Craignant que l’utilisation de services comme Google Translate par ses fonctionnaires représente un risque pour la sécurité nationale, le gouvernement du Canada a fait développer son propre outil de traduction automatique.
Nombre de requêtes soumises par les fonctionnaires fédéraux à des outils de traduction (Image : Radio-Canada).
Selon Radio-Canada, les fonctionnaires fédéraux effectuent plus d’un million de requêtes par semaine avec des outils de traduction commerciaux, dont le grand favori est Google Translate selon une proportion de 90%.
«Une agence de renseignement étrangère pourrait facilement littéralement se connecter sur ces services, et obtenir, peut-être au compte-gouttes, énormément d’information.»
L’utilisation de ces services implique bien entendu de transmettre des informations (parfois confidentielles) vers des serveurs situés à l’étranger. Bien que dans le cas de Google Translate, la connexion à ses serveurs soit sécurisée (selon une signature SHA-256, la norme actuelle pour les transactions bancaires), l’information ainsi transmise pourrait potentiellement être collectée, déchiffrée et analysée par un service de renseignement étranger.
«Une agence de renseignement étrangère pourrait facilement littéralement se connecter sur ces services, et obtenir, peut-être au compte-gouttes, énormément d’information», selon Michel Juneau-Katsuya, expert en sécurité nationale.
Qui plus est, le simple fait d’exploiter Google Translate signifie que l’information transmise est nécessairement lisible par Google. Et la firme de Mountain View se voit donc accorder la liberté – selon les contextes – d’en faire ce qu’elle veut.
Image : Radio-Canada
Il est important de préciser toutefois que Google ne devient pas propriétaire dudit contenu, contrairement à ce qu’affirment les documents obtenus par Radio-Canada (dont la déclaration concerne l’ensemble des services commerciaux). À ce sujet, voici ce que mentionne les règles de confidentialité et condition d’utilisation de Google :
«Lorsque vous importez, soumettez, stockez, envoyez ou recevez des contenus à ou à travers de nos Services, vous accordez à Google (et à toute personne travaillant avec Google) une licence, dans le monde entier, d’utilisation d’hébergement, de stockage, de reproduction, de modification, de création d’œuvres dérivées (des traductions, des adaptations ou d’autres modifications destinées à améliorer le fonctionnement de vos contenus par le biais de nos Services), de communication, de publication, de représentation publique, d’affichage public ou de distribution publique desdits contenus. Les droits que vous accordez dans le cadre de cette licence sont limités à l’exploitation, la promotion ou à l’amélioration de nos Services, ou au développement de nouveaux Services.»

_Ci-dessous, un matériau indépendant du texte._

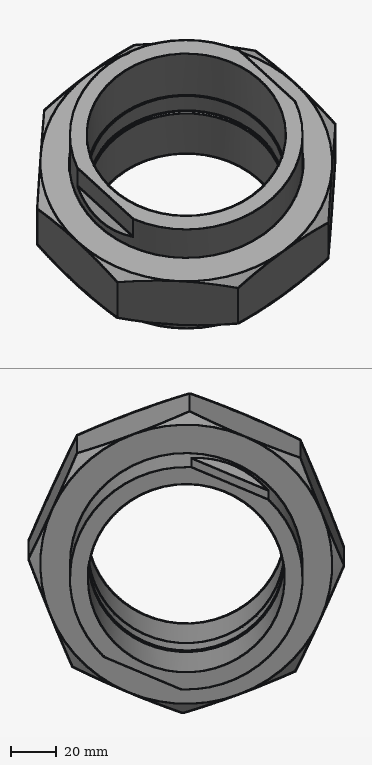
import cadquery as cq
import math


across_flats = 128.0
total_height = 75.0
nut_height = 33.0
half_height = total_height / 2

cut_margin = 1.3

nut_sides = 8
corner_chamfer_angle = 30.0
nut_clearance = 0.4

tail_diameter = 102.0
tail_radius = tail_diameter / 2
socket_radius = 43.6
lip_radius = 43.1
socket_depth = 31.2
joint_z = -7.0

groove_depth = 1.3
groove_height = 2.3

flat_distance = 95.1
flat_length = 13.5


def disc(radius, bottom, top):
    """Solid cylinder on the Z axis between two heights."""
    return cq.Workplane("XY").workplane(offset=bottom).circle(radius).extrude(top - bottom)


def make_corner_limit():
    """Double cone that trims the nut corners at both end faces."""
    face_radius = across_flats / 2
    corner_radius = face_radius / math.cos(math.pi / nut_sides)
    rim_radius = corner_radius + cut_margin
    rim_z = nut_height / 2 - (rim_radius - face_radius) * math.tan(math.radians(corner_chamfer_angle))
    return (
        cq.Workplane("XZ")
        .moveTo(0, -nut_height / 2)
        .lineTo(face_radius, -nut_height / 2)
        .lineTo(rim_radius, -rim_z)
        .lineTo(rim_radius, rim_z)
        .lineTo(face_radius, nut_height / 2)
        .lineTo(0, nut_height / 2)
        .close()
        .revolve(360, (0, 0, 0), (0, 1, 0))
    )


def make_nut():
    """Octagonal nut, clear of the upper tail and fitted to the lower one."""
    octagon = (
        cq.Workplane("XY")
        .workplane(offset=-nut_height / 2)
        .polygon(nut_sides, across_flats, circumscribed=True)
        .extrude(nut_height)
    )
    fit_bore = disc(tail_radius, -nut_height / 2, joint_z)
    clearance_bore = disc(tail_radius + nut_clearance, joint_z, nut_height / 2)
    return octagon.intersect(make_corner_limit()).cut(fit_bore).cut(clearance_bore)


def make_flat_cutter(end, side):
    """Wrench flat with a 45 degree run-out; end and side are +1 or -1."""
    flat_y = flat_distance / 2
    reach = tail_radius + cut_margin - flat_y
    flat_end_z = half_height - flat_length
    return (
        cq.Workplane("YZ")
        .moveTo(side * flat_y, end * half_height)
        .lineTo(side * flat_y, end * flat_end_z)
        .lineTo(side * (flat_y + reach), end * (flat_end_z - reach))
        .lineTo(side * (flat_y + reach), end * half_height)
        .close()
        .extrude(tail_radius, both=True)
    )


def cut_wrench_flats(tail, end):
    """Cut the pair of opposite flats at one end of the union."""
    for side in (-1, 1):
        tail = tail.cut(make_flat_cutter(end, side))
    return tail


def make_upper_tail():
    """Upper sleeve with a pipe socket, a stop lip and the joint groove."""
    tail = disc(tail_radius, joint_z, half_height)
    tail = tail.cut(disc(lip_radius, joint_z, half_height))
    tail = tail.cut(disc(socket_radius, half_height - socket_depth, half_height))
    tail = tail.cut(disc(lip_radius + groove_depth, joint_z, joint_z + groove_height))
    return cut_wrench_flats(tail, 1)


def make_lower_tail():
    """Lower sleeve with a plain bore."""
    tail = disc(tail_radius, -half_height, joint_z)
    tail = tail.cut(disc(lip_radius, -half_height, joint_z))
    return cut_wrench_flats(tail, -1)


nut = make_nut()
upper_tail = make_upper_tail()
lower_tail = make_lower_tail()

result = cq.Compound.makeCompound([nut.val(), upper_tail.val(), lower_tail.val()])

Concrètement, Google pourrait choisir, sans même connaître la nature hautement confidentielle d’un document du gouvernement canadien qui lui a été transmis, d’afficher celui-ci publiquement afin de promouvoir son service de traduction.
La sécurité nationale en jeu
Préoccupé par les risques de cyberespionnage, par cette brèche légale, et sans parler d’autres services de traduction sur le Web avec des conditions d’utilisation plus contraignantes pour les utilisateurs, le gouvernement a donc fait développer son propre outil de traduction.
L’initiative a cependant été présentée comme un moyen de favoriser le bilinguisme dans la fonction publique, alors que son véritable objectif était d’améliorer la sécurité nationale. Par conséquent, selon l’Association canadienne des employés professionnels, les fonctionnaires n’ont pas été explicitement informés qu’ils devaient dorénavant utiliser exclusivement le nouveau traducteur.
«Les instructions qui y sont incluses ne font aucunement mention de décourager les fonctionnaires d’utiliser les autres genres d’outils disponibles dans le commerce pour protéger la sécurité», a déclaré Emmanuelle Tremblay, présidente de l’ACEP.
Les services de traduction commerciaux seraient toujours utilisés par les fonctionnaires fédéraux, malgré l’entrée en vigueur de l’outil interne du gouvernement, dont le développement représente un investissement de 632 000$.